== What to produce ==
Return exactly the lines of the records below, starting at the line that contains "groove_width = 2.5" and ending at the line that contains "lip = side * (half_length - lip_setback)", with both of those lines kept.

── Information given

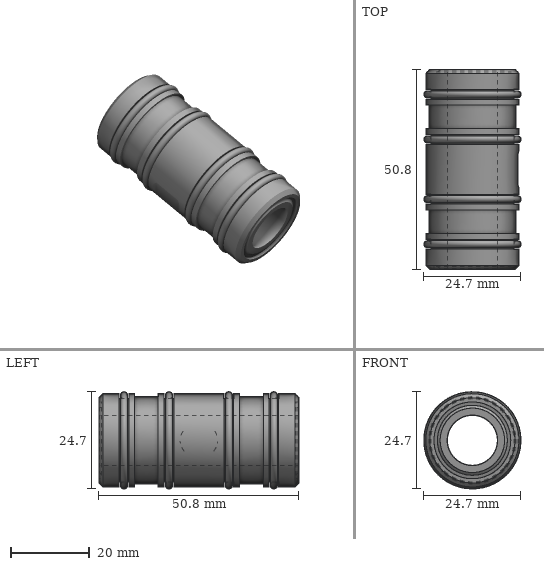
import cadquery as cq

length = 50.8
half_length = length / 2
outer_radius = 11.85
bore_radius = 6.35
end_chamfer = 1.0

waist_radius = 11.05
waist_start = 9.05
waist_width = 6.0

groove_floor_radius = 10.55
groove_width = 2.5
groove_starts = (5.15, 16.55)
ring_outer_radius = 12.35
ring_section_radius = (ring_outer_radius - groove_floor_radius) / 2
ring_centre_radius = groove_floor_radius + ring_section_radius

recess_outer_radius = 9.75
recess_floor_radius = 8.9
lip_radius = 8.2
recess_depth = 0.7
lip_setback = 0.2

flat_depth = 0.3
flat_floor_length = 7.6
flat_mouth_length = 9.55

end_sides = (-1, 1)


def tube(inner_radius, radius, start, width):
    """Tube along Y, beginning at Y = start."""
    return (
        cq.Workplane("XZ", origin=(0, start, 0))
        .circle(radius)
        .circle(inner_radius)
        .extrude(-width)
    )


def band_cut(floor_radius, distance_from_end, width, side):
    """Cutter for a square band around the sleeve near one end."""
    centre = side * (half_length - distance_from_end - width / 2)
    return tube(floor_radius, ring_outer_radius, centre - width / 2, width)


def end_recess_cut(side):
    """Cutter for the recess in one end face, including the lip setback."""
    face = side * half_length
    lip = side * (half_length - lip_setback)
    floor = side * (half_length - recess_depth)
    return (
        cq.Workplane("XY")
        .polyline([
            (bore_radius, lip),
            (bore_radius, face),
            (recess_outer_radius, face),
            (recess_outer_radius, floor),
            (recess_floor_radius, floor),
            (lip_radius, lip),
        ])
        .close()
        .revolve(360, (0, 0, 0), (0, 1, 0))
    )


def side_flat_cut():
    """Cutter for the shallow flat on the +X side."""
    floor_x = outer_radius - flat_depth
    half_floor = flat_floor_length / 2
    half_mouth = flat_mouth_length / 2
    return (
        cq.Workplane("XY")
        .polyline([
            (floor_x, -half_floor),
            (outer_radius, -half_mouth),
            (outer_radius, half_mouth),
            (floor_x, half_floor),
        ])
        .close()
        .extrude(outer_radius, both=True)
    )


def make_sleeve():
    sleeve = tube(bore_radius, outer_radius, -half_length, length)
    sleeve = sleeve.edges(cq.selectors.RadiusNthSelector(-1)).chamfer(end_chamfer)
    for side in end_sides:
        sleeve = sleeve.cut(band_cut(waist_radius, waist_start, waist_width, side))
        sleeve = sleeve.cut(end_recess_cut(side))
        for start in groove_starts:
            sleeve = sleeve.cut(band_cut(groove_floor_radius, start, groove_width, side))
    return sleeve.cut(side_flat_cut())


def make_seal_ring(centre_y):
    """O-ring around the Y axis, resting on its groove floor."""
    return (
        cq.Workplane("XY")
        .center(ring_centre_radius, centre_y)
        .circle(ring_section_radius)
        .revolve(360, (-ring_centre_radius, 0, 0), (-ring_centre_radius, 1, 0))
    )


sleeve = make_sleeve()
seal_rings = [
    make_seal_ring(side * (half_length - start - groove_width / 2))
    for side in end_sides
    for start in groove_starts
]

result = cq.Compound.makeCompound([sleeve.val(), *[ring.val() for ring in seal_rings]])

────

== Exercise response ==
groove_width = 2.5
groove_starts = (5.15, 16.55)
ring_outer_radius = 12.35
ring_section_radius = (ring_outer_radius - groove_floor_radius) / 2
ring_centre_radius = groove_floor_radius + ring_section_radius

recess_outer_radius = 9.75
recess_floor_radius = 8.9
lip_radius = 8.2
recess_depth = 0.7
lip_setback = 0.2

flat_depth = 0.3
flat_floor_length = 7.6
flat_mouth_length = 9.55

end_sides = (-1, 1)


def tube(inner_radius, radius, start, width):
    """Tube along Y, beginning at Y = start."""
    return (
        cq.Workplane("XZ", origin=(0, start, 0))
        .circle(radius)
        .circle(inner_radius)
        .extrude(-width)
    )


def band_cut(floor_radius, distance_from_end, width, side):
    """Cutter for a square band around the sleeve near one end."""
    centre = side * (half_length - distance_from_end - width / 2)
    return tube(floor_radius, ring_outer_radius, centre - width / 2, width)


def end_recess_cut(side):
    """Cutter for the recess in one end face, including the lip setback."""
    face = side * half_length
    lip = side * (half_length - lip_setback)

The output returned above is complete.